◆ Work order ◆
Output range, inclusive: from the line containing "loop = loop.lineTo(*point)" to the line containing "block bounded by". Restate those lines from the data below word for word and only those.

◆ Dataset ◆
____

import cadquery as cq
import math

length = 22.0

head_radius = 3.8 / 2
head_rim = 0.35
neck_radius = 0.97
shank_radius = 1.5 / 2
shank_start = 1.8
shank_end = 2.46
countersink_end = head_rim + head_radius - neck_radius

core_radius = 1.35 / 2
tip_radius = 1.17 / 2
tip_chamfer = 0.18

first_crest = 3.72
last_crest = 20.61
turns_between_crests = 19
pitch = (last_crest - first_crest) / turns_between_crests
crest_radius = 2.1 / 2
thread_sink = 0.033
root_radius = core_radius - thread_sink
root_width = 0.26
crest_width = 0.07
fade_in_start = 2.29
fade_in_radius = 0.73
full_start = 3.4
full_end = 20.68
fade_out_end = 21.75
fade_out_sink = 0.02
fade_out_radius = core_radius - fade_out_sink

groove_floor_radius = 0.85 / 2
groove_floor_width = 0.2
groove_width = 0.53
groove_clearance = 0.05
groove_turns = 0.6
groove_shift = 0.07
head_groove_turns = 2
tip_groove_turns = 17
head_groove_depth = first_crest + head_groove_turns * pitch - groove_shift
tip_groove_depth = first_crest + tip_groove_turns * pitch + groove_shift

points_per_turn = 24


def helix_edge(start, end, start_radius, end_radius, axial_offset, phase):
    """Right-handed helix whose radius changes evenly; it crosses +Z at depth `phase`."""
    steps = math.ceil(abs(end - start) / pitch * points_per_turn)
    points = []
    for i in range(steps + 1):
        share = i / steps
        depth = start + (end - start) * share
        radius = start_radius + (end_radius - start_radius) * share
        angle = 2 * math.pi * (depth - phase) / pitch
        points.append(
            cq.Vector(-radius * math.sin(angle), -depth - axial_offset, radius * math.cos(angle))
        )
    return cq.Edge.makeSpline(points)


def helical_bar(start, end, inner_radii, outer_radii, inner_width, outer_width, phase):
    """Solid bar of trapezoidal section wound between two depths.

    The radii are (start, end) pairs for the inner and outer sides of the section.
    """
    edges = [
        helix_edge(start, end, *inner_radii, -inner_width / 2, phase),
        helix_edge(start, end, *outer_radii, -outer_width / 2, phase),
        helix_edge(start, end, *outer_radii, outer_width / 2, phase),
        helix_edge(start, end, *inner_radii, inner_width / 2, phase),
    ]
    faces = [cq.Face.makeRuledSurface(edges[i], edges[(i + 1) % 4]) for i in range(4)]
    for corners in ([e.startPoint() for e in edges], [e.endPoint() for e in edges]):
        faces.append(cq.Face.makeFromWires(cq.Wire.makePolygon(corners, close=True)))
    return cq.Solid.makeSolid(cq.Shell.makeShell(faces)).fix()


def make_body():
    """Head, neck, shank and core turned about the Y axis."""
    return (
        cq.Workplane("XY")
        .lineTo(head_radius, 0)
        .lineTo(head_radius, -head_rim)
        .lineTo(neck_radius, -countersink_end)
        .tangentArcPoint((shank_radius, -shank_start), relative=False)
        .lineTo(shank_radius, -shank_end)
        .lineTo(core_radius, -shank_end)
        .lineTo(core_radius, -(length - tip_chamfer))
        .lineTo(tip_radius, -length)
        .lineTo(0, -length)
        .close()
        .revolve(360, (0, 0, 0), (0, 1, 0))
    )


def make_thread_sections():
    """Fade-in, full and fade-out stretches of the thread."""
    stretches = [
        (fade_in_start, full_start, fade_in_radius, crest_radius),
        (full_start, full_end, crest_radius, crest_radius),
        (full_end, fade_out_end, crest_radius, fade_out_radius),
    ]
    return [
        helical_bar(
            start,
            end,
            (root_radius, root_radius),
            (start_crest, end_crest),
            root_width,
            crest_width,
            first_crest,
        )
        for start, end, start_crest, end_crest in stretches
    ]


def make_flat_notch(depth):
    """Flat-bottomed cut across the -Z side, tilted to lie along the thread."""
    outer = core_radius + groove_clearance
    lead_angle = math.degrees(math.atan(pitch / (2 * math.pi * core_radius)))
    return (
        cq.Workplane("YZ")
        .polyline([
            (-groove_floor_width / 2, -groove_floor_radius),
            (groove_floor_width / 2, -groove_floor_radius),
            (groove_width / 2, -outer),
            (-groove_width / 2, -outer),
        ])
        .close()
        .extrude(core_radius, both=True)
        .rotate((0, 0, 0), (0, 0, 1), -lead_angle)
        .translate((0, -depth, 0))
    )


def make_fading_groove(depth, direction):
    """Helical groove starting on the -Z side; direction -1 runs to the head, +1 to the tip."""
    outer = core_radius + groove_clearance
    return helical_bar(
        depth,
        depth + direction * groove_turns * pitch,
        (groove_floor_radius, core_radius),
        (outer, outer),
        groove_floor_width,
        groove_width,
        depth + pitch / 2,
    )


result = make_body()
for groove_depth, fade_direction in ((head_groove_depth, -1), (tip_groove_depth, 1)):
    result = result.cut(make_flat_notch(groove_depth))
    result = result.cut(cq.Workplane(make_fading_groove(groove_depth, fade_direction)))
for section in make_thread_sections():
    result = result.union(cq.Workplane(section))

____

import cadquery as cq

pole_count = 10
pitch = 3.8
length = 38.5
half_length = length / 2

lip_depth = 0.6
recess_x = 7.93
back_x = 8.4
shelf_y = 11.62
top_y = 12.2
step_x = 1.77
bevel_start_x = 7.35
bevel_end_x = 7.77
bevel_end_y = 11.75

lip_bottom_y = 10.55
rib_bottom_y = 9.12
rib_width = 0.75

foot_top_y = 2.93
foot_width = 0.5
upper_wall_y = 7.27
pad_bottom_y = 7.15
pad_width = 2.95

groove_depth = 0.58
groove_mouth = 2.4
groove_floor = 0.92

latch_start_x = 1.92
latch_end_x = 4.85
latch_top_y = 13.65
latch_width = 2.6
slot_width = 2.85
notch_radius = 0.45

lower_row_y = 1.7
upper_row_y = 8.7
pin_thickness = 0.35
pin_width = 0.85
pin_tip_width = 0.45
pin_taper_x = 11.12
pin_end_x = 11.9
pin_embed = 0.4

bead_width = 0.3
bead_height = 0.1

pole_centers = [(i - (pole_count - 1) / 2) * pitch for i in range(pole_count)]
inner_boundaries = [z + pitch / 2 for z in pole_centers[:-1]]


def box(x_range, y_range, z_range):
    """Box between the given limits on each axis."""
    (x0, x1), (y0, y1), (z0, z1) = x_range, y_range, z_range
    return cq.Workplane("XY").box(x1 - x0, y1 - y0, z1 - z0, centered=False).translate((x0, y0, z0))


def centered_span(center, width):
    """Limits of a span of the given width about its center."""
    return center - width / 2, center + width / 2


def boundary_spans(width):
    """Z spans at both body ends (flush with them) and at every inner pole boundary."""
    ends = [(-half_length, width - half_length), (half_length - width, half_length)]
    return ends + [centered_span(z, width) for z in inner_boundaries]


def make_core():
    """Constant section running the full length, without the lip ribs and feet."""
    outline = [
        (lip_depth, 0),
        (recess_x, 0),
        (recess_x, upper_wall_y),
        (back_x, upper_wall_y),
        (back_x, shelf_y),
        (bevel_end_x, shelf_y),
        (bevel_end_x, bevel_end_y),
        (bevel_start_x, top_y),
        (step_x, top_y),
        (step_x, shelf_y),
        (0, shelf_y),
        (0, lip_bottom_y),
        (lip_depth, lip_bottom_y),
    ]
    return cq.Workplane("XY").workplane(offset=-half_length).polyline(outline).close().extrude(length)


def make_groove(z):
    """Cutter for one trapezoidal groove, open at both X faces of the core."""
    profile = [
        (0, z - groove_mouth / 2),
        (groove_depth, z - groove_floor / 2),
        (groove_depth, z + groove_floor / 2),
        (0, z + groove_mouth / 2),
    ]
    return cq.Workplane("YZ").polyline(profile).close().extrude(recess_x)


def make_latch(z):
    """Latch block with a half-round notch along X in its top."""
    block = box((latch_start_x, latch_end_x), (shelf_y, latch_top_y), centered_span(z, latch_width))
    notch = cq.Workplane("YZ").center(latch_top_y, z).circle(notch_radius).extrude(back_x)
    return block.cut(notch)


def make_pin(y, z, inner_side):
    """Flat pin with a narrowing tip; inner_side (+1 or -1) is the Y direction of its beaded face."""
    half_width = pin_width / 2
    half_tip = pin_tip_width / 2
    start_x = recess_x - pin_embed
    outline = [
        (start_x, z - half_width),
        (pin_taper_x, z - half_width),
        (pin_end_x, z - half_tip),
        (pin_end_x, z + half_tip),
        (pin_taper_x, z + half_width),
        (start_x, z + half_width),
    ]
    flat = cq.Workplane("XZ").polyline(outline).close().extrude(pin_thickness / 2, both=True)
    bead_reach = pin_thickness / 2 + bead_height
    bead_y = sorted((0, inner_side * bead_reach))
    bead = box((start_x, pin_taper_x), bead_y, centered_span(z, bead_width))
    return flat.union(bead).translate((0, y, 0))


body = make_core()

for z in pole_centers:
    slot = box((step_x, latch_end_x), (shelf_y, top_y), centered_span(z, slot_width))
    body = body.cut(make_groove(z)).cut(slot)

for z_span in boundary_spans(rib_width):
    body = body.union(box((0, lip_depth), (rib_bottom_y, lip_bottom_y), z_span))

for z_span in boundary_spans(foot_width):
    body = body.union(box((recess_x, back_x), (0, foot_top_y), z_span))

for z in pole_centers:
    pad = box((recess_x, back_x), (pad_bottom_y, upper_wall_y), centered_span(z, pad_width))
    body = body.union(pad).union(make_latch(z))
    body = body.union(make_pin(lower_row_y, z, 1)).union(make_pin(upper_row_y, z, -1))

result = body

____

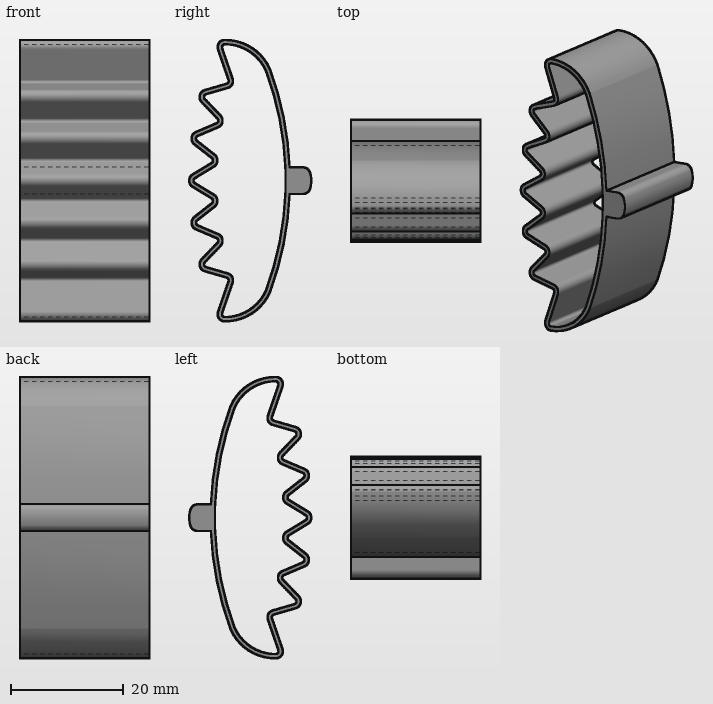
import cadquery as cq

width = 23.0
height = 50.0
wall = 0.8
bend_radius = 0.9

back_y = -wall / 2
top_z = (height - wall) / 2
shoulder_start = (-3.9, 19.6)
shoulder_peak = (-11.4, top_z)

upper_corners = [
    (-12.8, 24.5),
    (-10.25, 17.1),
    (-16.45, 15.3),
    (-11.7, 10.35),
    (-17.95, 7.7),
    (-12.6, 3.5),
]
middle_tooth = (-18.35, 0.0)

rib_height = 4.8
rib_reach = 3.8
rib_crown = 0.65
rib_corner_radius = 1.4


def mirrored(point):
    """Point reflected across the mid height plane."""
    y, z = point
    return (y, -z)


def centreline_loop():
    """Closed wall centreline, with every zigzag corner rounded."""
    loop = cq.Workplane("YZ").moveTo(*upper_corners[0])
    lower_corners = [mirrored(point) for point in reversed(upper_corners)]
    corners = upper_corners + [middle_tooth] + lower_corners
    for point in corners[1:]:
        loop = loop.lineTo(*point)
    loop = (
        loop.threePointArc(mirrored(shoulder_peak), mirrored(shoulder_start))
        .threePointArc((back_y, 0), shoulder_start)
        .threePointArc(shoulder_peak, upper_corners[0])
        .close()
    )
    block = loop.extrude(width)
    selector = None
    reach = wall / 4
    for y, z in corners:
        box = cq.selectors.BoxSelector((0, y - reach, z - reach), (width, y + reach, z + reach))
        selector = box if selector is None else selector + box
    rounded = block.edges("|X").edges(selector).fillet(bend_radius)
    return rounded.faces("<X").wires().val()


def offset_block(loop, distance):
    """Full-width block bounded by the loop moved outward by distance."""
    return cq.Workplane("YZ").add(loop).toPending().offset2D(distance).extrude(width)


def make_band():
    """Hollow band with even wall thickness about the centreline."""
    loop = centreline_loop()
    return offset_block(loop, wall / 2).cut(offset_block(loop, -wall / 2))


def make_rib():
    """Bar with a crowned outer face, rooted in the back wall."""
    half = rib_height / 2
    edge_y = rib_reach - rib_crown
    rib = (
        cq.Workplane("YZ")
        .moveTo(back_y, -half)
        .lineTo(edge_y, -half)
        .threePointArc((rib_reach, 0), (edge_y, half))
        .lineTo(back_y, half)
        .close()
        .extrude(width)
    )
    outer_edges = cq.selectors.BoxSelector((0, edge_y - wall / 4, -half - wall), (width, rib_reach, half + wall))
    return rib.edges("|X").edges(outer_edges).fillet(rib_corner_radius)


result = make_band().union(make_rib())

____

◆ Solution to this task ◆
        loop = loop.lineTo(*point)
    loop = (
        loop.threePointArc(mirrored(shoulder_peak), mirrored(shoulder_start))
        .threePointArc((back_y, 0), shoulder_start)
        .threePointArc(shoulder_peak, upper_corners[0])
        .close()
    )
    block = loop.extrude(width)
    selector = None
    reach = wall / 4
    for y, z in corners:
        box = cq.selectors.BoxSelector((0, y - reach, z - reach), (width, y + reach, z + reach))
        selector = box if selector is None else selector + box
    rounded = block.edges("|X").edges(selector).fillet(bend_radius)
    return rounded.faces("<X").wires().val()


def offset_block(loop, distance):
    """Full-width block bounded by the loop moved outward by distance."""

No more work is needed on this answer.